Krauss-browne canbyWho is a parent? Who is not a parent? How do biology, marital status, assisted reproductive technologies (“ART”), availability of formal legal adoption, and sexual orientation figure into the calculus? Can the deliberate action of one parent create a second functional or de facto parent-child relationship in the absence of biological and adoptive ties? Should it? To what extent are the “rights” of biological parents given priority over children’s best interests when determining who will be called a child’s parent?

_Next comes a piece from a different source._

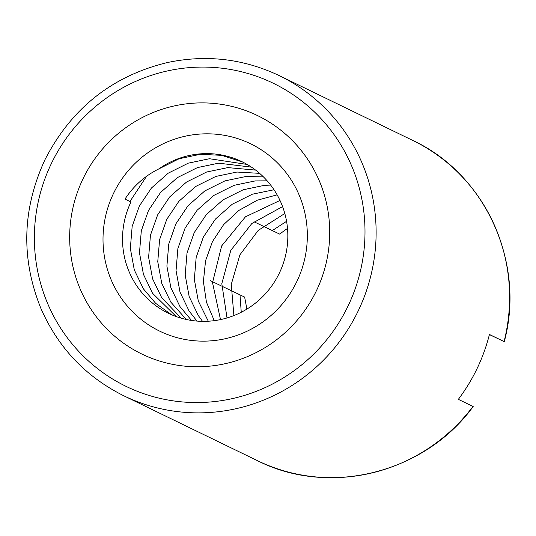 <?xml version="1.0" encoding="UTF-8"?>
<svg xmlns="http://www.w3.org/2000/svg" width="536" height="536" viewBox="0 0 536 536"><rect width="100%" height="100%" fill="white"/><g stroke="black" fill="none" stroke-linecap="round" stroke-linejoin="round"><path stroke-width="0.8" d="M296.897 281.4A104.118 101.693 -64.1 0 0 198.28 134.201A104.118 101.693 -64.1 0 0 120.352 296.844A104.118 101.693 -64.1 0 0 296.897 281.4M242.721 162.066L221.683 155.346L200.364 154.294L179.051 158.756L158.837 168.914C144.867 175.848 133.585 185.905 124.995 199.09L130.945 201.985M158.837 168.914A84.246 82.276 115.9 0 1 241.964 161.691A84.246 82.276 115.9 0 1 279.196 273.414A84.246 82.276 115.9 0 1 168.384 313.265A84.246 82.276 115.9 0 1 130.965 201.945M230.842 290.418L239.994 294.807L241.247 312.254M284.804 213.495L258.238 230.393L239.92 254.835L231.257 284.402L233.897 315.57L231.257 284.402L239.92 254.835L258.238 230.393L284.804 213.495M282.579 206.601L251.873 223.479L230.775 250.399L221.81 283.645L227.023 317.949L221.81 283.645L230.781 250.399L251.873 223.479L282.579 206.608M280 200.437L245.434 216.819L221.636 245.957L212.531 282.673L220.497 319.597L212.531 282.673L221.636 245.964L245.434 216.825L280 200.437M277.125 194.849L257.38 200.176L238.962 210.367L223.606 224.644L212.49 241.522L205.563 260.71L203.392 281.554L206.447 302.163L214.266 320.655L206.447 302.163L203.392 281.554L205.569 260.71L212.497 241.522L223.613 224.644L238.962 210.367L257.387 200.176L277.125 194.849M274.01 189.757L252.342 194.206L232.249 204.229L215.412 219.097L203.345 237.086L196.169 257.407L194.327 279.464L198.307 301.004L208.29 321.218L198.307 301.011L194.334 279.464L196.169 257.407L203.352 237.086L215.412 219.103L232.256 204.229L252.349 194.206L274.01 189.757M270.68 185.101L264.355 185.356L243.197 189.764L223.11 199.787L206.266 214.661L194.206 232.644L187.024 252.965L185.188 275.022L189.161 296.569L198.26 315.47L202.521 321.345L198.266 315.47L189.168 296.569L185.188 275.022L187.03 252.972L194.206 232.644L206.273 214.661L223.11 199.794L243.203 189.771L264.362 185.356L270.68 185.101M267.156 180.833L255.216 180.92L234.058 185.329L213.965 195.352L197.127 210.226L185.061 228.209L177.885 248.53L176.043 270.586L180.016 292.133L189.121 311.027L196.947 321.077L189.121 311.034L180.022 292.133L176.049 270.586L177.885 248.53L185.067 228.209L197.127 210.226L213.971 195.352L234.058 185.329L255.216 180.92L267.156 180.833M263.464 176.927L246.071 176.478L224.912 180.893L204.826 190.91L187.982 205.784L175.922 223.767L168.739 244.094L166.897 266.144L170.877 287.691L179.975 306.592L191.54 320.448L179.982 306.592L170.877 287.698L166.904 266.151L168.746 244.094L175.922 223.773L187.989 205.791L204.826 190.917L224.919 180.893L246.078 176.485L263.464 176.927M259.612 173.349L236.932 172.043L215.774 176.451L195.68 186.474L178.843 201.348L166.776 219.331L159.594 239.652L157.758 261.709L161.731 283.256L170.837 302.15L186.307 319.476L170.837 302.157L161.738 283.256L157.758 261.709L159.601 239.652L166.783 219.331L178.843 201.348L195.687 186.474L215.774 176.451L236.932 172.043L259.612 173.349M255.598 170.086L227.787 167.607L206.628 172.016L186.541 182.039L169.698 196.906L157.631 214.896L150.455 235.217L148.613 257.273L152.593 278.814L161.691 297.715L181.222 318.19L161.698 297.715L152.593 278.82L148.619 257.273L150.455 235.217L157.638 214.896L169.704 196.913L186.541 182.039L206.635 172.016L227.793 167.607L255.605 170.086M251.451 167.125L218.641 163.165L197.489 167.574L177.396 177.597L160.552 192.471L148.492 210.454L141.31 230.775L139.474 252.831L143.447 274.378L152.552 293.279L176.29 316.595L152.552 293.279L143.454 274.378L139.474 252.831L141.316 230.781L148.492 210.454L160.559 192.471L177.403 177.604L197.489 167.58L218.648 163.165L251.451 167.125M171.507 314.699L155.648 303.329L143.407 288.844L134.308 269.943L130.335 248.396L132.171 226.339L139.353 206.018L151.413 188.035L168.257 173.161L188.35 163.138L209.502 158.73L247.156 164.452L209.502 158.73L188.344 163.138L168.25 173.161L151.413 188.035L139.347 206.018M239.994 294.807L241.254 312.254M210.145 280.549L244.644 297.091L246.882 309.098M489.415 334.571L504.262 341.666C525.716 262.694 485.194 173.932 412.713 140.412L279.229 75.616C243.418 58.632 205.958 54.31 166.837 62.665C111.81 76.226 71.174 108.594 44.937 159.768C22.097 209.275 20.804 258.948 41.051 308.776C58.337 347.891 85.921 376.895 123.809 395.796A177.952 173.798 -64.1 0 0 358.276 310.766A177.952 173.798 -64.1 0 0 279.229 75.616M472.98 406.449A177.952 173.798 -64.1 0 1 257.293 460.592C329.024 497.12 424.706 473.301 473.174 406.543L458.354 399.347A177.952 173.798 -64.1 0 0 477.134 368.46A177.952 173.798 -64.1 0 0 489.435 334.471L504.068 341.573A177.952 173.798 -64.1 0 0 412.713 140.412M316.428 290.713A132.519 129.424 -64.1 0 0 190.91 103.374A132.519 129.424 -64.1 0 0 91.736 310.371A132.519 129.424 -64.1 0 0 316.428 290.713M263.116 226.179L279.779 234.158A84.246 82.276 115.9 0 1 287.504 228.463M279.779 234.158L253.977 221.737M286.566 221.321L272.342 230.547M146.536 176.31L129.967 201.469M348.112 305.882A168.485 164.559 -64.1 0 0 188.525 67.697A168.485 164.559 -64.1 0 0 62.431 330.873A168.485 164.559 -64.1 0 0 348.112 305.882M257.293 460.592L123.809 395.796"/></g></svg>

This series of blog posts will summarize the current state of the law and the changes that are presently being urged before the New York courts when weighing whether to recognize parental rights to children who come into adult relationships in ways outside the traditional paths to parenthood.

We have entered a new age in which medical technology and expansive adoption rules have broadened the avenues in New York to becoming a parent beyond the traditional two: the biological “old fashioned” way by two opposite-sex parties who are married to each other or not, and the cumbersome, expensive, and deliberate adoption process by two opposite-sex married persons. In what is certainly a surprise to many people, listing a person’s name on a birth certificate as a parent does not, in and of itself, confer parental status. Problems and inconsistencies arise, especially when applying the existing rules, developed over years by fits and starts, to the new factual and legal landscape related to same-sex couples and their families.

When a child is born to a heterosexual couple as a result of sexual relations, if the heterosexual couple is married, the presumption of legitimacy applies to such child, and no further legal action needs to be taken for both parties to be presumed to have a biological relationship to the child and have equal parental status. If the adults are not married, a paternity case can be filed to establish that the male is the biological father of the child in question and parental rights and obligations, whether voluntarily assumed or not, ensue. Interesting wrinkles and variations upon this rule will be addressed in detail in a future post.

As ART evolved, providing couples the opportunity to have children when one or both of them suffer a biological impediment to doing so the “old fashioned” way, the assumptions about biological parentage conferred by marriage became more complicated. These complexities grew as we entered the age of recognizing the equal rights of same-sex couples to marry and raise families.

In some ways, the New York laws and the cases that interpret them that recognized legal parental status in a changing factual landscape, have been progressive in conferring a status with many rights and obligations and, in other ways, New York has lagged behind the changing times.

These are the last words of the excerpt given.